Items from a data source
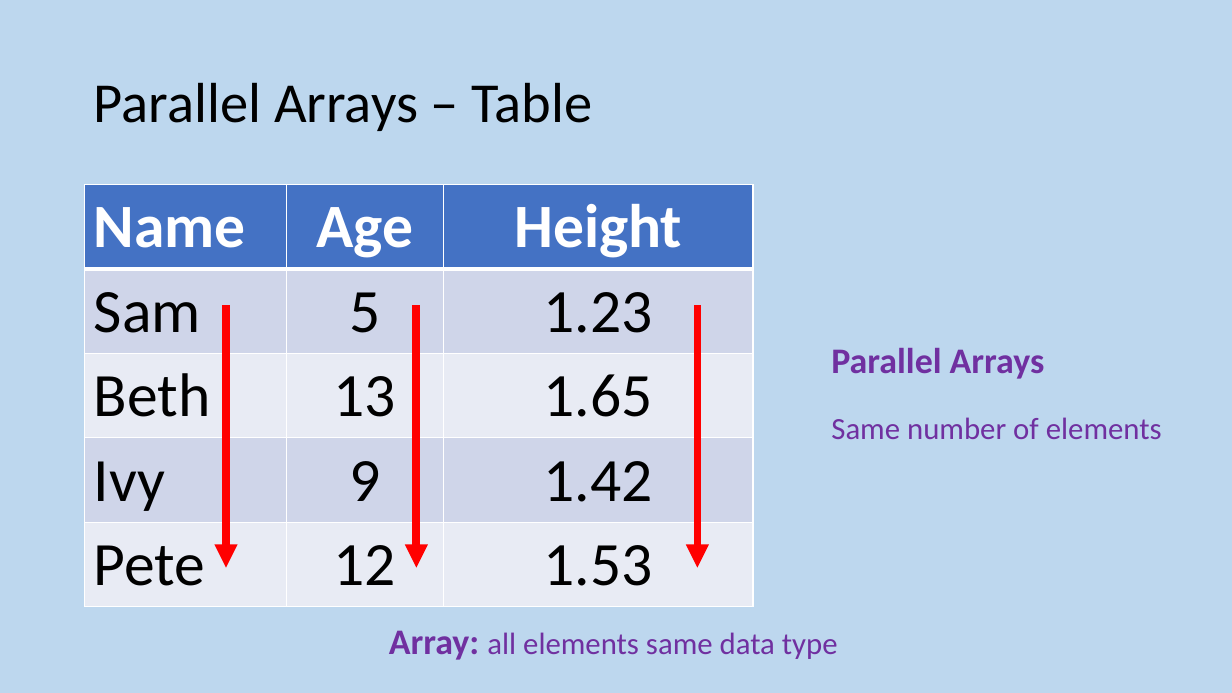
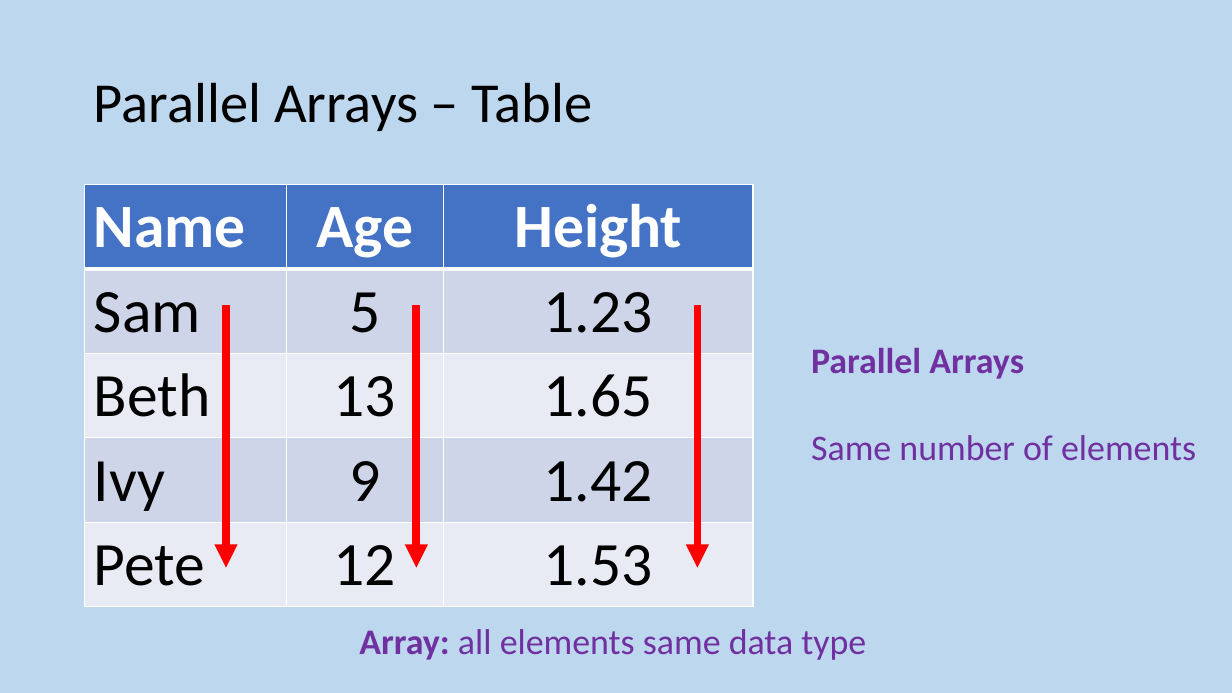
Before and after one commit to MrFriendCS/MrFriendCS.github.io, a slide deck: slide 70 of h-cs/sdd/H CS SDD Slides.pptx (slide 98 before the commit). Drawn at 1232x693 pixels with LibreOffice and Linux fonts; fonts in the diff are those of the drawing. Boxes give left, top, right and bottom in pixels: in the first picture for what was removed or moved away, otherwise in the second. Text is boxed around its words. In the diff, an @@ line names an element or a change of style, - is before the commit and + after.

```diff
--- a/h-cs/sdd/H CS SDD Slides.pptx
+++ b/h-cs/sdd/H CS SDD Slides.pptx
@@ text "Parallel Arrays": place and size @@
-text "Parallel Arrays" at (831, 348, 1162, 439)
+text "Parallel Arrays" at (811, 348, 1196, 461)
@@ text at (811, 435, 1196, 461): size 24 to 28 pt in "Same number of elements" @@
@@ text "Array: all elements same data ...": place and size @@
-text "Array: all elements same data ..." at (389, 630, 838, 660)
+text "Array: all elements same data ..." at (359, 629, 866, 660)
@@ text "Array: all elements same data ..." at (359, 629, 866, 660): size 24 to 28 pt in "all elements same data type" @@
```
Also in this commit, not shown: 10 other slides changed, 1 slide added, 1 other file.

BRIEF
Should a record include a picture, drop the picture and write out the remainder exactly.

SOLUTION
Before and after one commit to MrFriendCS/MrFriendCS.github.io, a slide deck: slide 70 of h-cs/sdd/H CS SDD Slides.pptx (slide 98 before the commit). Drawn at 1232x693 pixels with LibreOffice and Linux fonts; fonts in the diff are those of the drawing. Boxes give left, top, right and bottom in pixels: in the first picture for what was removed or moved away, otherwise in the second. Text is boxed around its words. In the diff, an @@ line names an element or a change of style, - is before the commit and + after.

```diff
--- a/h-cs/sdd/H CS SDD Slides.pptx
+++ b/h-cs/sdd/H CS SDD Slides.pptx
@@ text "Parallel Arrays": place and size @@
-text "Parallel Arrays" at (831, 348, 1162, 439)
+text "Parallel Arrays" at (811, 348, 1196, 461)
@@ text at (811, 435, 1196, 461): size 24 to 28 pt in "Same number of elements" @@
@@ text "Array: all elements same data ...": place and size @@
-text "Array: all elements same data ..." at (389, 630, 838, 660)
+text "Array: all elements same data ..." at (359, 629, 866, 660)
@@ text "Array: all elements same data ..." at (359, 629, 866, 660): size 24 to 28 pt in "all elements same data type" @@
```
Also in this commit, not shown: 10 other slides changed, 1 slide added, 1 other file.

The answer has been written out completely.